EXERCISE INSTRUCTIONS –
Please find the lines in the following records that hold "changed", and copy them.

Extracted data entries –

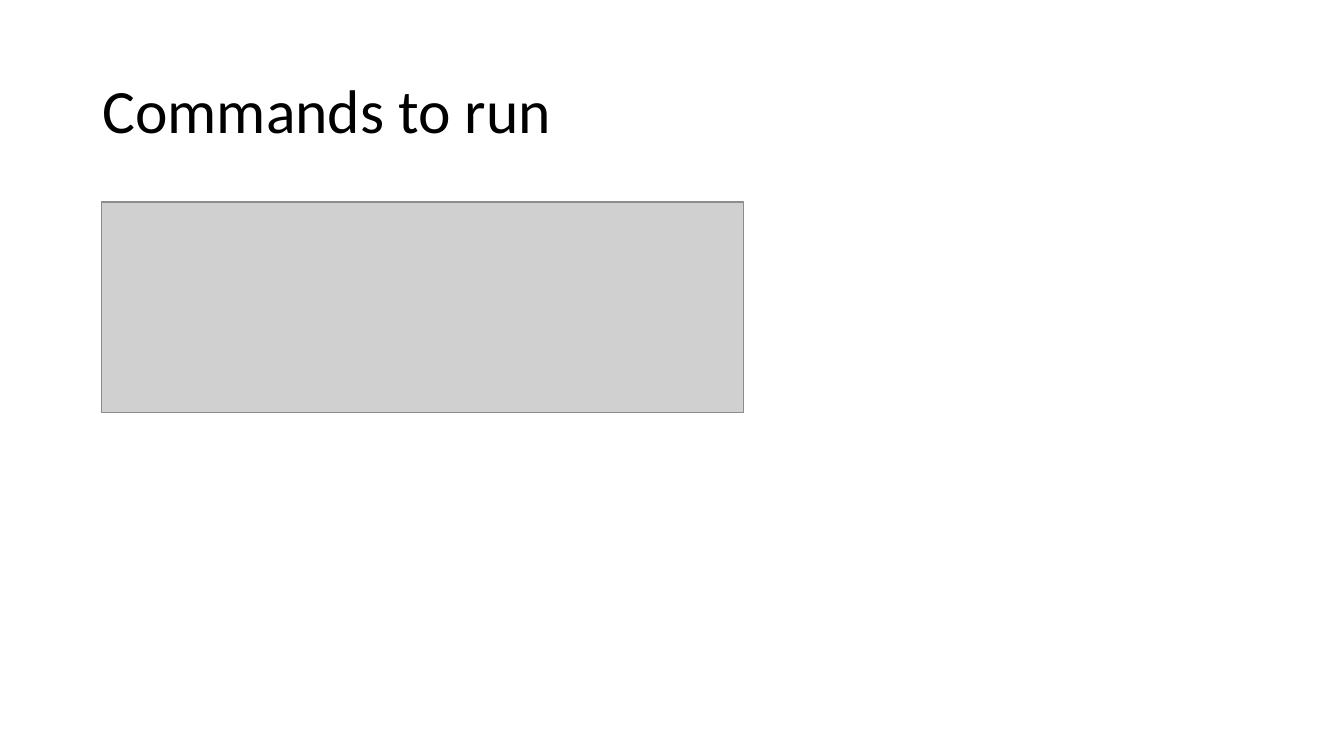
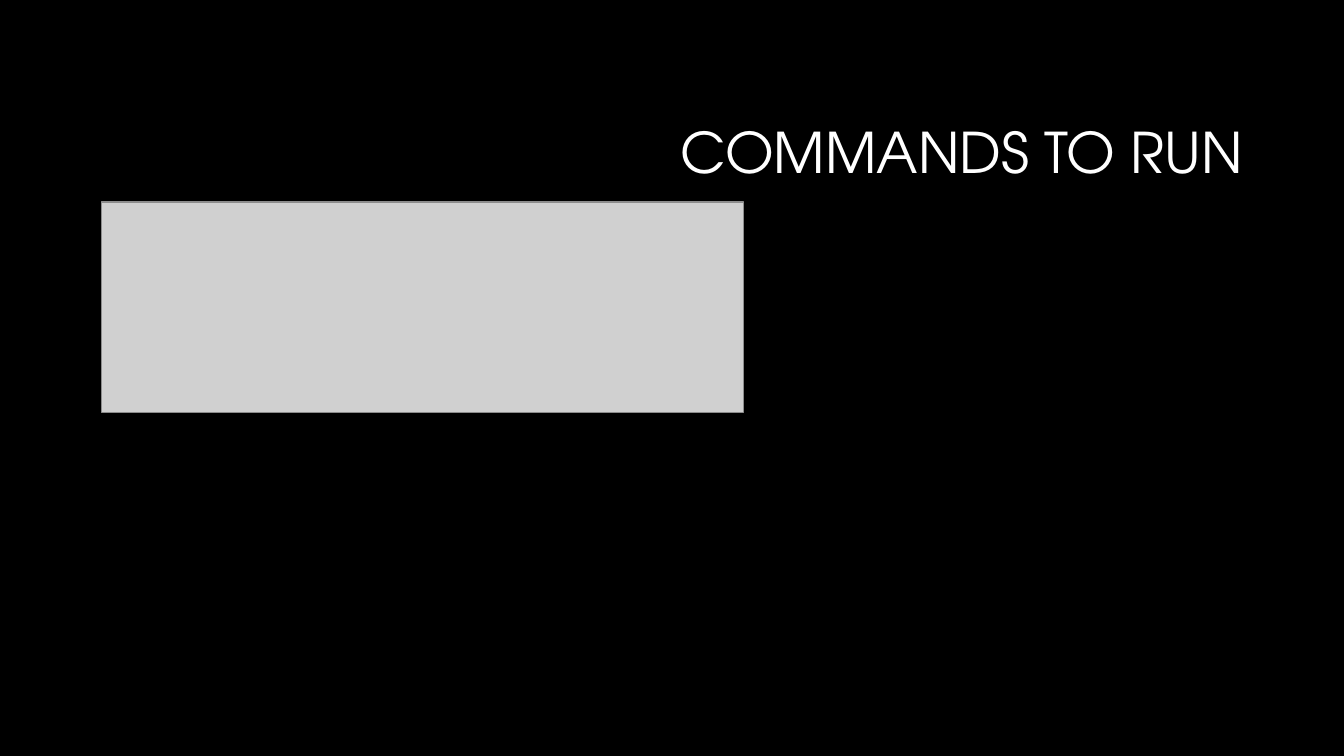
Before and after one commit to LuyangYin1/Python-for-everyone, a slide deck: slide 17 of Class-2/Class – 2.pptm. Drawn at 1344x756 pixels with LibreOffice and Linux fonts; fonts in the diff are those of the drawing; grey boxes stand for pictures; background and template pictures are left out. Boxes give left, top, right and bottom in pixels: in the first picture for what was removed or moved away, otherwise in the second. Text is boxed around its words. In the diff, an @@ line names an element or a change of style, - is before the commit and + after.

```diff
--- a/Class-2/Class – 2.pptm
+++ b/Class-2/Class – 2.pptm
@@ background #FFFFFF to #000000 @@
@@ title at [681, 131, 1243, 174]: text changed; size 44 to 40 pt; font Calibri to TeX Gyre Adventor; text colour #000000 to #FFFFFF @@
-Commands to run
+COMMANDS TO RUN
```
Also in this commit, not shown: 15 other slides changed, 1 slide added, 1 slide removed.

--

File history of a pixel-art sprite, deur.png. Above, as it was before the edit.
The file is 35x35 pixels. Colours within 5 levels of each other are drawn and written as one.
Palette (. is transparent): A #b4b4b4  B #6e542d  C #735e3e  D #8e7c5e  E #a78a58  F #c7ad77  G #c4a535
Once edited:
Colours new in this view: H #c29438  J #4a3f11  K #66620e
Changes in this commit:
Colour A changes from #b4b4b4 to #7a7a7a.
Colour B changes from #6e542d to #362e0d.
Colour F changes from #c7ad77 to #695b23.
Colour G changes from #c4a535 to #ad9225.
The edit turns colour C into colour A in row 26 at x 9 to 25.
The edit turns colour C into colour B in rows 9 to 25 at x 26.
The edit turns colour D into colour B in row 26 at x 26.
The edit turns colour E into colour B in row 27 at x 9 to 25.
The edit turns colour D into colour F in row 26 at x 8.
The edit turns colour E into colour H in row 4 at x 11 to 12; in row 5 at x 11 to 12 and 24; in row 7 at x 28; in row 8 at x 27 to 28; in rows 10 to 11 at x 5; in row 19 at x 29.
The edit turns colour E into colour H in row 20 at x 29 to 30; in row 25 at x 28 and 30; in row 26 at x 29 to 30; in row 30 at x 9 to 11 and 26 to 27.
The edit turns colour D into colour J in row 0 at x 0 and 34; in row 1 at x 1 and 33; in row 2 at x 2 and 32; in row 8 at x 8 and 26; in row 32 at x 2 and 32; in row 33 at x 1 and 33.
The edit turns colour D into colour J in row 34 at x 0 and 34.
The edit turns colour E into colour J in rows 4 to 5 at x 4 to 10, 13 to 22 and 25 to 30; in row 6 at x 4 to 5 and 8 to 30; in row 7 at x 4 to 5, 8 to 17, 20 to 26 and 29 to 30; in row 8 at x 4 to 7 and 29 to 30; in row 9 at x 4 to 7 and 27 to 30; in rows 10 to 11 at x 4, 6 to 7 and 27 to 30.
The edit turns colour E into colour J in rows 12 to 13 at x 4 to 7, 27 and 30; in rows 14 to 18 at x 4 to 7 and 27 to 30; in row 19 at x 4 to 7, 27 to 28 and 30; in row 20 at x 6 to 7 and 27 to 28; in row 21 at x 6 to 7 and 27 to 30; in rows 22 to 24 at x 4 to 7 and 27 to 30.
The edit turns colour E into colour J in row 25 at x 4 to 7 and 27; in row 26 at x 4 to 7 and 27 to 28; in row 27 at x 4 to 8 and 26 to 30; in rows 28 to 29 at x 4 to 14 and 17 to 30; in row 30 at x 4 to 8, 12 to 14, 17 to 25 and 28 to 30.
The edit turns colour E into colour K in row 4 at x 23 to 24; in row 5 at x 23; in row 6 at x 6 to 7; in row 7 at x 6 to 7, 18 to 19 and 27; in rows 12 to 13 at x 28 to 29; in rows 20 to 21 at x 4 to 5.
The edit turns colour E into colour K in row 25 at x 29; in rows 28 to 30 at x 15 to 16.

WRITTEN ANSWER –
@@ title at [681, 131, 1243, 174]: text changed; size 44 to 40 pt; font Calibri to TeX Gyre Adventor; text colour #000000 to #FFFFFF @@
Also in this commit, not shown: 15 other slides changed, 1 slide added, 1 slide removed.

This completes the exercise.